Por si quedaba alguna duda se confirmó sin remedio. No tengo paciencia. Sigo teniendo una capacidad nula de concentración y alta capacidad de distracción. Y ha sido el Shuji (o Shodo), el “camino de la escritura”, el que me lo ha vuelto a recordar.

El Shuji es un arte y una disciplina que trabaja la caligrafía japonesa. Proveniente de la cultura China, es una practica milenaria que los niños aprenden durante años en la escuela. Un pincel, un tintero con tinta china, un pisapapeles y una pliego de papel de arroz conforman el equipo necesario para practicarlo.

Seguramente, hayáis visto en multitud de ocasiones como los chinos y japoneses deslizan con enorme gracia el pincel elegantemente por el pliego de papel, creando unos preciosos kanjis cuyo trazo se agranda, se encoje, se retuerce (La película Hero, por ejemplo, tiene una buena muestra de ello).

Este era nuestro objetivo. Trabajo ahora mismo para una empresa con un amplio porcentaje japonés y algunos de los trabajadores nipones se cargan de buena fé y nos imparten clases para aprender su lengua y algo de cultura. Ni que decir tiene que siempre que puedo participo en estas clases. Mi nivel de japonés hasta la fecha no ha llegado a un mínimo básico aceptable (ni por asomo), pero me parece tan divertido que lo de menos es la velocidad de aprendizaje. Me quedo prendado por esos dibujos con los que escriben.

Así, Motoko-San, nuestra profesora decidió que debíamos aprender Shuji y nos trajó todo el material. Vuelta a clase de Plástica. Empapelemos las mesas.

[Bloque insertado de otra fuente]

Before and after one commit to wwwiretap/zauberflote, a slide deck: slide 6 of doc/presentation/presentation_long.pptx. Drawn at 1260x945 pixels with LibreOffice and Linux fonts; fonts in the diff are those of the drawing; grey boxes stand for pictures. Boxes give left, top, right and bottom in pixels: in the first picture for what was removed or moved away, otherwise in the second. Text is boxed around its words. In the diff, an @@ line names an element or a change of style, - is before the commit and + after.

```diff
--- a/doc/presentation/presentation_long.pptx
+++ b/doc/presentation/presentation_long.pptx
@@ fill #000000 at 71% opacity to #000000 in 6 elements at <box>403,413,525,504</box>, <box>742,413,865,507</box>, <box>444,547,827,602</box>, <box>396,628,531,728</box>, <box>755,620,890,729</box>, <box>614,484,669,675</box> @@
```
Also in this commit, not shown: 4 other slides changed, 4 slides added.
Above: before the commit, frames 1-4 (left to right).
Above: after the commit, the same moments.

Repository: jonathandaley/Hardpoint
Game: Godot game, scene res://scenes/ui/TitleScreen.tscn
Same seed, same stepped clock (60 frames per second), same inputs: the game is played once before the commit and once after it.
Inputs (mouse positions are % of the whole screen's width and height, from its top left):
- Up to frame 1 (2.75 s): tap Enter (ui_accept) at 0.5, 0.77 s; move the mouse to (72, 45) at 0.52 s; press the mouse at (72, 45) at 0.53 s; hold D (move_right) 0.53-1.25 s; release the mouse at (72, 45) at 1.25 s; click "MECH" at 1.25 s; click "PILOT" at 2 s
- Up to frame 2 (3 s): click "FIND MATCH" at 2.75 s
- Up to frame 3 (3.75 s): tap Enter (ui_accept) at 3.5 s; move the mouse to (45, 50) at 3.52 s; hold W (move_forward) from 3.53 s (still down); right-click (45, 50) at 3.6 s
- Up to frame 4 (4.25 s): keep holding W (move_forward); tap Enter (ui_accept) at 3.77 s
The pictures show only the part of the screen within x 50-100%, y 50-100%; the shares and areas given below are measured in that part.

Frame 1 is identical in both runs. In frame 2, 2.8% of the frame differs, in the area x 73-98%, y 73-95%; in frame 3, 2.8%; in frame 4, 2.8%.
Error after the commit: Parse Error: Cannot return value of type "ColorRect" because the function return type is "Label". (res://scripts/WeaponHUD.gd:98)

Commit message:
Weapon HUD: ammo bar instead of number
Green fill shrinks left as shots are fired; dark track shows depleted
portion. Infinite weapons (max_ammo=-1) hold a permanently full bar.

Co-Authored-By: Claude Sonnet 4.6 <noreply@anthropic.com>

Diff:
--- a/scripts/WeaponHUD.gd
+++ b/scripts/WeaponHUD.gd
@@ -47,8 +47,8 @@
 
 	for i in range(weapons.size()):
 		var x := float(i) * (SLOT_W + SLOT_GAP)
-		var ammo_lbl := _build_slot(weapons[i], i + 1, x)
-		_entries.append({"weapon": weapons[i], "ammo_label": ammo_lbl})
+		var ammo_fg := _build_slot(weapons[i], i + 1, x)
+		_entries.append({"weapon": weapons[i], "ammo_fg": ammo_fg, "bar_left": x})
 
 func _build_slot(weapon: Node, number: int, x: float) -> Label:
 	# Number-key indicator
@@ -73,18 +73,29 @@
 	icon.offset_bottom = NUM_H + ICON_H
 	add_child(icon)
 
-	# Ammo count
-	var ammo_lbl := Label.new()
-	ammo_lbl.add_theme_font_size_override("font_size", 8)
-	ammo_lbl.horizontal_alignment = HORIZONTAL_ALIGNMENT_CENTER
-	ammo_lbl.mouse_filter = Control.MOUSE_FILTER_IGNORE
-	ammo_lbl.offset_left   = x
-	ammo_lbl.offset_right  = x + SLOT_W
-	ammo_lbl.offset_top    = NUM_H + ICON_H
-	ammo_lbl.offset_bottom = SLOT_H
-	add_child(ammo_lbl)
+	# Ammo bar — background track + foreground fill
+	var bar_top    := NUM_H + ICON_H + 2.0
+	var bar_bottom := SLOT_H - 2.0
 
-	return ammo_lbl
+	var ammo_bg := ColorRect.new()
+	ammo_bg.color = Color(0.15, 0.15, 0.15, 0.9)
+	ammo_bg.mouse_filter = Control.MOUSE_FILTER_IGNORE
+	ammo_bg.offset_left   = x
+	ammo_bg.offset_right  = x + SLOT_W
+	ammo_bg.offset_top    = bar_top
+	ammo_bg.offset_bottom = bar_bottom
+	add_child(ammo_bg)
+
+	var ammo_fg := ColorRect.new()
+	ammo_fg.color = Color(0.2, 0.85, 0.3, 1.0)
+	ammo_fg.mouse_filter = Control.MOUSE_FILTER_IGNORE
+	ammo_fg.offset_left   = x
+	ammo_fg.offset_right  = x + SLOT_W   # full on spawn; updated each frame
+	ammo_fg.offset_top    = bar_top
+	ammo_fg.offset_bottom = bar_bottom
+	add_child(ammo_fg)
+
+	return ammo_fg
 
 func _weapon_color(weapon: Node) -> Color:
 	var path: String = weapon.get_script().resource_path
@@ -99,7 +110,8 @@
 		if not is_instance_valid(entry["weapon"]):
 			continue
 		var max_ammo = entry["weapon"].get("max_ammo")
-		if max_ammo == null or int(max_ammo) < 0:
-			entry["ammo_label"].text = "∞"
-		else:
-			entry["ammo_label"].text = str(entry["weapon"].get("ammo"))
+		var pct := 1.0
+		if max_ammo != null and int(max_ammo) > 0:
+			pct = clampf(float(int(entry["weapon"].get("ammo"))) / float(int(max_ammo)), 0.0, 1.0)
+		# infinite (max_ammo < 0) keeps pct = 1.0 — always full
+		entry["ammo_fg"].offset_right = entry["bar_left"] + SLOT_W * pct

La primera impresión es que no puede ser tan díficil, copiar lineas, aunque no sepas lo que significan no debe tener mucho misterio. EEEECK! Error!!! Por algo los pequeños japoneses se pasan años aprendiendo. El trazo además de la soltura que se transmite al papel, se ensancha apretando, se estrecha levantando. Se aprieta, se arrastra, se levanta, se apoya, de deja apoyado, se levanta, se gira, se va apretando, se va aflojando. Bien pronto caí en el error de mi optimismo.

Es cuestión de paciencia, de pensar cada línea, de no tener prisa por acabar, cosa que yo, que apenas termino una palabra cuando escribo a mano, me sobrepasaba. Inspirar. Espirar. Intentemoslo de nuevo. Cojo, muevo, levanto, apoyo, mierda, apoye demasiado. Me ha quedado una morcilla en lugar de una linea. Intentémoslo de nuevo. Apoyo, línea recta (más o menos), gurruñito. Apoyo, desplazo, el pincel recto, arrastro, giro. Argh! Me quedé corto. Si lo remarco se nota. Volvamos a empezar.

Al final, pues un churro, pero una sensación de abstracción tal que durante la hora de la sesión sólo estabamos cada uno con el papel, enfrentados, luchando, un toma y daca, te dominaré… y el resto del mundo, los problemas de entregas, el mail bomba que te ha llegado horas antes… desaparece.

Y sólo por eso merece la pena. Estoy deseando volver a ponerme con ello.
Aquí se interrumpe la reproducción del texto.